Best Answer gavinksong, 30 July 2013 - 04:09 AM

I posted this in the original thread, but I think it belongs here now.

What fraction of the area is white (prohibited)

- For the triangle? (straightforward)
- For the trapezoid? (more thought-provoking)

Well, for a triangle, if we add up the white space, it is just the infinite sum of a geometric series with a factor of 3/4 (the big empty triangle in the middle is one-fourth of the total area, the three smaller triangles are one-fourth of the remaining area, and so forth). Strangely, it converges at the total area of the triangle. It we calculate the black space, it is three-fourths raised to the infinite power, which is zero. So apparently, the entire triangle is supposed to be prohibited space.

I think here bonanova's musings becomes relevant:

But I'm not clear what happens if your initial point were inside.

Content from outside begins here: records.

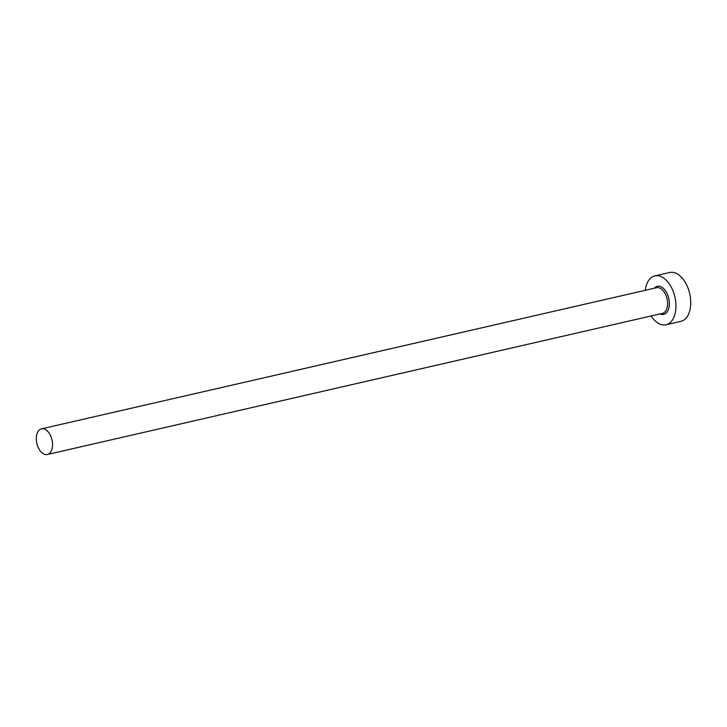 <?xml version="1.0" encoding="UTF-8"?>
<svg xmlns="http://www.w3.org/2000/svg" width="727" height="727" viewBox="0 0 727 727"><rect width="100%" height="100%" fill="white"/><g stroke="black" fill="none" stroke-linecap="round" stroke-linejoin="round"><path stroke-width="1.09" d="M36.35 437.309A13.159 7.77 -102.9 0 0 47.373 454.493A13.159 7.77 -102.9 0 0 52.508 446.024A13.159 7.77 -102.9 0 0 41.484 428.839A13.159 7.77 -102.9 0 0 36.35 437.309M651.138 315.972A25.063 14.804 -102.9 0 0 666.077 324.76A25.063 14.804 -102.9 0 0 675.865 308.63A25.063 14.804 -102.9 0 0 654.873 275.897A25.063 14.804 -102.9 0 0 645.258 290.318M666.077 324.76L680.863 321.37A25.063 14.804 -102.9 0 0 690.65 305.24A25.063 14.804 -102.9 0 0 669.658 272.507L654.873 275.897M654.146 288.283A14.413 8.515 77.1 0 1 664.296 289.31A14.413 8.515 77.1 0 1 669.322 305.104A14.413 8.515 77.1 0 1 660.034 313.928M47.373 454.493L662.433 313.382A13.159 7.77 -102.9 0 0 667.568 304.913A13.159 7.77 -102.9 0 0 656.545 287.728L41.484 428.839"/></g></svg>
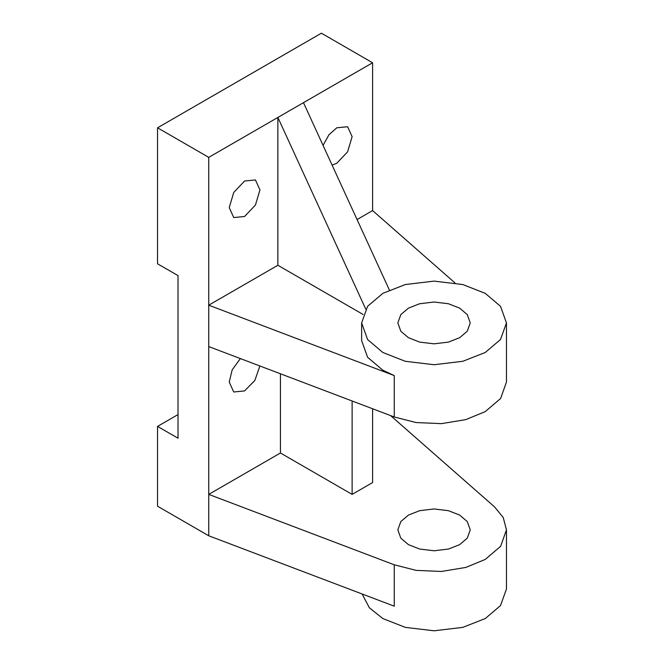 <?xml version="1.0" encoding="UTF-8"?>
<svg xmlns="http://www.w3.org/2000/svg" width="664" height="664" viewBox="0 0 664 664"><rect width="100%" height="100%" fill="white"/><g stroke="black" fill="none" stroke-linecap="round" stroke-linejoin="round"><path stroke-width="1" d="M332.108 165.128L336.756 163.278L347.621 151.815L352.119 136.668L347.621 126.724L336.756 127.803L328.971 134.742L323.061 145.408M244.584 216.489L255.449 205.027L259.948 189.887L255.449 179.944L244.584 181.015L233.728 192.485L229.229 207.624L233.728 217.568L244.584 216.489M240.36 358.568L232.176 369.889L229.229 382.049L233.728 391.992L244.584 390.913L254.86 380.439L259.881 365.98M408.443 337.702L400.815 331.22L397.836 322.92L400.815 314.62L408.443 308.137L419.665 303.738L434.048 302.012L448.424 303.738L459.646 308.137L467.273 314.62L470.253 322.92L467.273 331.22L459.646 337.702L448.424 342.101L434.048 343.827L419.665 342.101L408.443 337.702M485.251 293.355L500.507 306.311L506.458 322.92L500.507 339.528L485.251 352.484L462.808 361.291L434.048 364.727L405.289 361.291L382.837 352.484L367.59 339.528L361.631 322.92L367.59 306.311L382.837 293.355L405.289 284.549L434.048 281.113L462.808 284.549L485.251 293.355M361.631 322.92L361.631 340.657L367.59 357.265L382.837 370.221L394.267 375.592L208.745 305.183L208.745 157.368L277.867 117.453L365.723 309.067M506.458 322.92L506.458 382.049L500.623 398.491L485.251 411.614L465.804 419.623L441.419 423.64L416.129 422.553L394.267 416.984L394.267 375.592M408.443 544.646L400.815 538.164L397.836 529.864L400.815 521.564L408.443 515.081L419.665 510.682L434.048 508.964L448.424 510.682L459.646 515.081L467.273 521.564L470.253 529.864L467.273 538.164L459.646 544.646L448.424 549.053L434.048 550.771L419.665 549.053L408.443 544.646M390.59 415.589L494.555 506.898L503.246 517.538L506.458 529.864L506.458 588.993L500.507 605.593L485.251 618.558L462.808 627.364L434.048 630.8L405.289 627.364L382.837 618.558L369.342 607.767L362.154 593.998M506.458 529.864L500.623 546.314L485.251 559.428L465.804 567.438L441.419 571.455L416.129 570.376L394.267 564.798L394.267 606.191L208.745 535.782L208.745 346.575L394.267 416.984M363.117 314.487L277.867 265.276L277.867 117.453L372.604 62.765L321.393 33.2L157.542 127.803L157.542 263.791L178.018 275.618L178.018 438.215L157.542 426.396L178.018 414.568M357.058 219.552L372.604 210.579L372.604 62.765M277.867 265.276L208.745 305.183L208.745 346.575M280.432 373.782L280.432 452.997L208.745 494.389L394.267 564.798M352.119 400.99L352.119 494.389L280.432 452.997M352.119 494.389L372.604 482.562L372.604 408.758M157.542 426.396L157.542 506.217L208.745 535.782M208.745 157.368L157.542 127.803M372.604 210.579L454.931 282.889M303.473 102.671L389.37 290.019"/></g></svg>

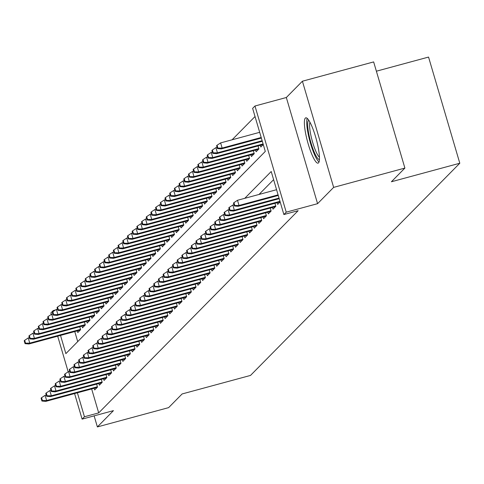 <?xml version="1.0" encoding="UTF-8"?>
<svg xmlns="http://www.w3.org/2000/svg" width="484" height="484" viewBox="0 0 484 484"><rect width="100%" height="100%" fill="white"/><g stroke="black" fill="none" stroke-linecap="round" stroke-linejoin="round"><path stroke-width="0.73" d="M305.337 118.102A23.474 4.531 -105.2 0 0 307.903 142.937A23.474 4.531 -105.2 0 0 318.061 163.138A23.474 4.531 -105.2 0 0 318.508 162.866A23.474 4.531 -105.2 0 0 315.949 138.031A23.474 4.531 -105.2 0 0 305.785 117.83A23.474 4.531 -105.2 0 0 305.337 118.102M60.512 335.424L65.872 353.623L265.299 151.419L252.636 108.38L254.977 106.002L286.226 212.167L283.878 214.545L271.215 171.505L244.765 198.319M286.328 97.508L317.577 203.673L333.645 187.381L404.896 168.081L373.648 61.916L302.403 81.215L286.328 97.508L254.977 106.002M376.383 71.202L428.552 57.07L459.8 163.235L250.512 375.427L182.117 393.952L168.626 407.631L97.381 426.93L113.45 410.632L82.105 419.126L74.584 393.571M51.292 314.437L50.856 312.96L53.204 310.583L53.434 311.357M55.593 309.935L53.204 310.583M255.032 116.535L232.096 139.791M333.645 187.381L302.403 81.215M94.126 415.871L97.381 426.93M277.199 202.711L277.695 204.393L280.157 201.895M272.504 207.467L273 209.155L275.82 206.299L274.942 203.322M267.815 212.228L268.311 213.91L271.125 211.054L270.247 208.084M263.121 216.983L263.617 218.665L266.43 215.81L265.559 212.839M258.432 221.745L258.922 223.427L261.741 220.571L260.864 217.594M253.737 226.5L254.233 228.182L257.046 225.326L256.175 222.356M249.042 231.255L249.538 232.943L252.358 230.088L251.48 227.111M244.353 236.017L244.85 237.698L247.663 234.843L246.786 231.866M239.659 240.772L240.155 242.454L242.968 239.598L242.097 236.628M234.97 245.533L235.46 247.215L238.279 244.359L237.402 241.383M230.275 250.288L230.771 251.97L233.584 249.115L232.707 246.144M225.58 255.044L226.076 256.726L228.896 253.876L228.018 250.9M220.892 259.805L221.388 261.487L224.201 258.631L223.324 255.655M216.197 264.56L216.693 266.242L219.506 263.387L218.635 260.416M211.502 269.322L211.998 271.004L214.817 268.148L213.94 265.171M206.813 274.077L207.309 275.759L210.123 272.903L209.245 269.933M202.118 278.832L202.614 280.514L205.428 277.665L204.557 274.688M197.43 283.594L197.92 285.276L200.739 282.42L199.862 279.443M192.735 288.349L193.231 290.031L196.044 287.175L195.167 284.205M188.04 293.11L188.536 294.792L191.355 291.937L190.478 288.96M183.351 297.866L183.847 299.548L186.661 296.692L185.783 293.721M178.656 302.621L179.153 304.303L181.966 301.453L181.095 298.477M173.962 307.382L174.458 309.064L177.277 306.209L176.4 303.232M169.273 312.138L169.769 313.82L172.582 310.964L171.705 307.993M164.578 316.893L165.074 318.581L167.887 315.725L167.016 312.749M159.889 321.654L160.379 323.336L163.199 320.481L162.322 317.51M155.195 326.41L155.691 328.091L158.504 325.242L157.633 322.265M150.5 331.171L150.996 332.853L153.815 329.997L152.938 327.021M145.811 335.926L146.307 337.608L149.12 334.753L148.243 331.782M141.116 340.682L141.612 342.369L144.426 339.514L143.554 336.537M136.428 345.443L136.918 347.125L139.737 344.269L138.86 341.299M131.733 350.198L132.229 351.88L135.042 349.024L134.165 346.054M127.038 354.96L127.534 356.641L130.347 353.786L129.476 350.809M122.349 359.715L122.845 361.397L125.658 358.541L124.781 355.571M117.654 364.47L118.15 366.158L120.964 363.303L120.093 360.326M112.96 369.231L113.456 370.913L116.275 368.058L115.398 365.081M108.271 373.987L108.767 375.669L111.58 372.813L110.703 369.843M103.576 378.748L104.072 380.43L106.885 377.574L106.014 374.598M98.887 383.503L99.377 385.185L102.197 382.33L101.319 379.359M74.766 331.564L77.718 341.607M77.301 330.874L77.797 332.556L80.61 329.701L79.739 326.73M81.996 326.119L82.492 327.801L85.305 324.945L84.428 321.969M86.684 321.358L87.18 323.04L90 320.19L89.123 317.214M91.379 316.603L91.875 318.284L94.689 315.429L93.817 312.458M96.074 311.841L96.57 313.529L99.383 310.674L98.506 307.697M100.763 307.086L101.259 308.768L104.078 305.912L103.201 302.942M105.458 302.331L105.954 304.012L108.767 301.157L107.896 298.18M110.152 297.569L110.642 299.251L113.462 296.402L112.584 293.425M114.841 292.814L115.337 294.496L118.15 291.64L117.279 288.67M119.536 288.059L120.032 289.741L122.845 286.885L121.968 283.908M124.225 283.297L124.721 284.979L127.54 282.124L126.663 279.153M128.919 278.542L129.416 280.224L132.229 277.368L131.358 274.392M133.614 273.781L134.11 275.463L136.924 272.613L136.046 269.636M138.303 269.025L138.799 270.707L141.618 267.852L140.741 264.881M142.998 264.27L143.494 265.952L146.307 263.096L145.43 260.12M147.693 259.509L148.183 261.191L151.002 258.335L150.125 255.364M152.381 254.753L152.877 256.435L155.691 253.58L154.82 250.603M157.076 249.992L157.572 251.674L160.386 248.824L159.508 245.848M161.765 245.237L162.261 246.919L165.08 244.063L164.203 241.093M166.46 240.481L166.956 242.163L169.769 239.308L168.898 236.331M171.154 235.72L171.645 237.402L174.464 234.546L173.587 231.576M175.843 230.965L176.339 232.647L179.153 229.791L178.281 226.814M180.538 226.203L181.034 227.885L183.847 225.036L182.97 222.059M185.233 221.448L185.723 223.13L188.542 220.274L187.665 217.304M189.922 216.693L190.418 218.375L193.231 215.519L192.36 212.543M194.616 211.931L195.112 213.613L197.926 210.758L197.048 207.787M199.305 207.176L199.801 208.858L202.621 206.002L201.743 203.026M204 202.415L204.496 204.103L207.309 201.247L206.438 198.271M208.695 197.66L209.185 199.341L212.004 196.486L211.127 193.515M213.383 192.904L213.88 194.586L216.693 191.731L215.822 188.754M218.078 188.143L218.574 189.825L221.388 186.975L220.51 183.999M222.767 183.388L223.263 185.069L226.082 182.214L225.205 179.243M227.462 178.626L227.958 180.314L230.771 177.459L229.9 174.482M232.157 173.871L232.653 175.553L235.466 172.697L234.589 169.727M236.845 169.116L237.341 170.798L240.161 167.942L239.284 164.965M241.54 164.354L242.036 166.036L244.85 163.187L243.972 160.21M246.235 159.599L246.725 161.281L249.544 158.425L248.667 155.455M250.924 154.844L251.42 156.526L254.233 153.67L253.362 150.693M255.619 150.082L256.115 151.764L258.928 148.909L258.051 145.938M260.307 145.327L260.803 147.009L263.266 144.51M91.651 388.948L98.7 412.888L298.132 210.685L283.878 214.545M273.611 179.661L259.019 194.459M94.192 388.259L94.689 389.941L97.502 387.091L96.625 384.114M317.577 203.673L286.226 212.167M98.7 412.888L84.446 416.748L82.105 419.126M404.896 168.081L391.405 181.76L459.8 163.235M68.183 371.821L57.693 336.186M77.404 392.808L84.446 416.748M46.264 395.041L45.115 395.349L46.633 400.516L97.405 386.764M42.404 400.558L41.557 397.691L41.092 398.169L41.933 401.036L42.404 400.558L46.633 400.516L45.786 401.369L97.133 387.466M45.115 395.349L41.557 397.691M41.933 401.036L45.786 401.369M24.672 340.306L24.2 340.778L25.047 343.652L25.513 343.174L24.672 340.306L28.223 337.965L29.742 343.126L28.901 343.985L80.241 330.076M25.513 343.174L29.742 343.126L80.519 329.374M28.223 337.965L29.373 337.651M28.901 343.985L25.047 343.652M319.428 159.49A20.31 3.92 74.8 0 1 314.31 152.333A20.31 3.92 74.8 0 1 308.465 132.15A20.31 3.92 74.8 0 1 308.81 120.286M309.96 122.228A18.809 3.63 -105.2 0 0 315.725 151.02A18.809 3.63 -105.2 0 0 319.44 157.233M307.213 118.362A23.323 4.501 -105.2 0 0 314.328 154.178A23.323 4.501 -105.2 0 0 319.023 161.952M50.953 390.279L49.804 390.594L51.328 395.755L102.1 382.003M47.093 395.803L46.252 392.935L45.78 393.407L46.627 396.281L47.093 395.803L51.328 395.755L50.481 396.614L101.822 382.705M49.804 390.594L46.252 392.935M46.627 396.281L50.481 396.614M55.648 385.524L54.498 385.833L56.017 390.999L106.795 377.248M51.788 391.048L50.941 388.174L50.475 388.652L51.322 391.52L51.788 391.048L56.017 390.999L55.176 391.858L106.516 377.95M54.498 385.833L50.941 388.174M51.322 391.52L55.176 391.858M60.337 380.769L59.193 381.077L60.712 386.244L111.483 372.492M56.483 386.286L55.636 383.419L55.17 383.897L56.011 386.764L56.483 386.286L60.712 386.244L59.865 387.097L111.211 373.194M59.193 381.077L55.636 383.419M56.011 386.764L59.865 387.097M65.031 376.007L63.882 376.322L65.407 381.483L116.178 367.731M61.172 381.531L60.331 378.663L59.859 379.135L60.706 382.009L61.172 381.531L65.407 381.483L64.56 382.342L115.9 368.433M63.882 376.322L60.331 378.663M60.706 382.009L64.56 382.342M29.361 335.545L28.895 336.023L29.736 338.891L30.208 338.419L29.361 335.545L32.918 333.204L34.437 338.37L33.59 339.23L84.936 325.321M30.208 338.419L34.437 338.37L85.208 324.619M32.918 333.204L34.068 332.895M33.59 339.23L29.736 338.891M34.055 330.79L33.584 331.268L34.431 334.135L34.896 333.657L34.055 330.79L37.607 328.448L39.131 333.615L38.284 334.468L89.625 320.565M34.896 333.657L39.131 333.615L89.903 319.864M37.607 328.448L38.756 328.14M38.284 334.468L34.431 334.135M38.744 326.034L38.278 326.506L39.119 329.38L39.591 328.902L38.744 326.034L42.302 323.693L43.82 328.854L42.979 329.713L94.32 315.804M39.591 328.902L43.82 328.854L94.592 315.102M42.302 323.693L43.451 323.379M42.979 329.713L39.119 329.38M43.439 321.273L42.967 321.751L43.814 324.619L44.286 324.147L43.439 321.273L46.996 318.932L48.515 324.099L47.668 324.952L99.014 311.049M44.286 324.147L48.515 324.099L99.287 310.347M46.996 318.932L48.14 318.623M47.668 324.952L43.814 324.619M69.726 371.252L68.577 371.561L70.095 376.727L120.867 362.976M65.866 376.77L65.019 373.902L64.553 374.38L65.394 377.248L65.866 376.77L70.095 376.727L69.254 377.581L120.595 363.678M68.577 371.561L65.019 373.902M65.394 377.248L69.254 377.581M48.134 316.518L47.662 316.99L48.509 319.864L48.975 319.386L48.134 316.518L51.685 314.176L53.204 319.343L52.363 320.196L103.703 306.287M48.975 319.386L53.204 319.343L103.981 305.586M51.685 314.176L52.835 313.862M52.363 320.196L48.509 319.864M74.415 366.491L73.272 366.805L74.79 371.966L125.562 358.214M70.561 372.014L69.714 369.147L69.242 369.619L70.089 372.492L70.561 372.014L74.79 371.966L73.943 372.825L125.289 358.916M73.272 366.805L69.714 369.147M70.089 372.492L73.943 372.825M79.11 361.736L77.96 362.044L79.479 367.211L130.257 353.459M75.25 367.259L74.409 364.385L73.937 364.863L74.784 367.731L75.25 367.259L79.479 367.211L78.638 368.07L129.978 354.161M77.96 362.044L74.409 364.385M74.784 367.731L78.638 368.07M83.805 356.98L82.655 357.289L84.174 362.456L134.945 348.704M79.945 362.498L79.098 359.63L78.632 360.108L79.473 362.976L79.945 362.498L84.174 362.456L83.327 363.309L134.673 349.406M82.655 357.289L79.098 359.63M79.473 362.976L83.327 363.309M88.493 352.219L87.344 352.534L88.868 357.694L139.64 343.942M84.633 357.743L83.793 354.875L83.321 355.347L84.168 358.221L84.633 357.743L88.868 357.694L88.021 358.553L139.362 344.644M87.344 352.534L83.793 354.875M84.168 358.221L88.021 358.553M93.188 347.464L92.039 347.772L93.557 352.939L144.329 339.187M89.328 352.987L88.481 350.114L88.015 350.591L88.856 353.459L89.328 352.987L93.557 352.939L92.716 353.792L144.057 339.889M92.039 347.772L88.481 350.114M88.856 353.459L92.716 353.792M52.823 311.756L52.357 312.234L53.198 315.102L53.67 314.63L52.823 311.756L56.38 309.415L57.898 314.582L57.051 315.441L108.398 301.532M53.67 314.63L57.898 314.582L108.67 300.83M56.38 309.415L57.529 309.107M57.051 315.441L53.198 315.102M57.517 307.001L57.045 307.479L57.892 310.347L58.358 309.869L57.517 307.001L61.069 304.66L62.593 309.827L61.746 310.68L113.093 296.777M58.358 309.869L62.593 309.827L113.365 296.075M61.069 304.66L62.218 304.351M61.746 310.68L57.892 310.347M62.212 302.246L61.74 302.718L62.587 305.592L63.053 305.114L62.212 302.246L65.763 299.905L67.282 305.065L66.441 305.924L117.781 292.015M63.053 305.114L67.282 305.065L118.06 291.314M65.763 299.905L66.913 299.59M66.441 305.924L62.587 305.592M66.901 297.485L66.435 297.962L67.276 300.83L67.748 300.358L66.901 297.485L70.458 295.143L71.977 300.31L71.13 301.163L122.476 287.26M67.748 300.358L71.977 300.31L122.748 286.558M70.458 295.143L71.602 294.835M71.13 301.163L67.276 300.83M71.596 292.729L71.124 293.207L71.971 296.075L72.437 295.597L71.596 292.729L75.147 290.388L76.672 295.555L75.825 296.408L127.165 282.499M72.437 295.597L76.672 295.555L127.443 281.797M75.147 290.388L76.297 290.073M75.825 296.408L71.971 296.075M97.877 342.702L96.733 343.017L98.252 348.178L149.024 334.426M94.023 348.226L93.176 345.358L92.71 345.83L93.551 348.704L94.023 348.226L98.252 348.178L97.405 349.037L148.751 335.128M96.733 343.017L93.176 345.358M93.551 348.704L97.405 349.037M76.284 287.968L75.819 288.446L76.66 291.314L77.131 290.842L76.284 287.968L79.842 285.627L81.36 290.793L80.519 291.652L131.86 277.743M77.131 290.842L81.36 290.793L132.132 277.042M79.842 285.627L80.991 285.318M80.519 291.652L76.66 291.314M102.572 337.947L101.422 338.255L102.947 343.422L153.718 329.671M98.712 343.471L97.871 340.597L97.399 341.075L98.246 343.942L98.712 343.471L102.947 343.422L102.1 344.281L153.44 330.372M101.422 338.255L97.871 340.597M98.246 343.942L102.1 344.281M80.979 283.213L80.507 283.691L81.354 286.558L81.826 286.08L80.979 283.213L84.537 280.871L86.055 286.038L85.208 286.891L136.555 272.988M81.826 286.08L86.055 286.038L136.827 272.286M84.537 280.871L85.68 280.563M85.208 286.891L81.354 286.558M107.267 333.192L106.117 333.5L107.636 338.667L158.407 324.915M103.407 338.709L102.56 335.842L102.094 336.319L102.935 339.187L103.407 338.709L107.636 338.667L106.795 339.52L158.135 325.617M106.117 333.5L102.56 335.842M102.935 339.187L106.795 339.52M85.674 278.457L85.202 278.929L86.049 281.803L86.515 281.325L85.674 278.457L89.225 276.116L90.744 281.277L89.903 282.136L141.243 268.227M86.515 281.325L90.744 281.277L141.522 267.525M89.225 276.116L90.375 275.801M89.903 282.136L86.049 281.803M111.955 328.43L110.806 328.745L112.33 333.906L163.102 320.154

Instead of looking backwards, as we did to solve the problem initially, we should look forwards from the initial point. This is all intuition, but you will notice, that if the initial point is in the big empty triangle in the middle, then in the next step, it will always move to one of the three smaller white triangles. And from there, it will always move into one of its three smaller "shadows" (I think that is an appropriate term, and hopefully you understand what I mean), and so on. The important point here is that we always move into smaller and smaller "shadows".

When the initial point is thrown into the triangle at random, the probability that it lies into a white triangle is 100%. However, as the simulation progresses, the points are eventually forced into smaller and smaller white triangles. In other words, the amount of "prohibited space" is not actually an absolute value, but simply increases with step number (in a sense). As in, there is no prohibited space when you throw in the first point, but the second point cannot be in the large white triangle, the third point cannot be in the large white triangle or any of its shadows, the fourth cannot be in the large white triangle or its shadows or any of its shadows' shadows, and so on.

So to us, it seems as though there is some sort of absolute law because we see the larger empty white triangles, but in reality, it is only because we do not see the infinitesimally small white triangles with the dots in them. The entire process is just endless error-correction, moving toward an impossible figure, trailing behind an interesting asymptotic pattern in the process.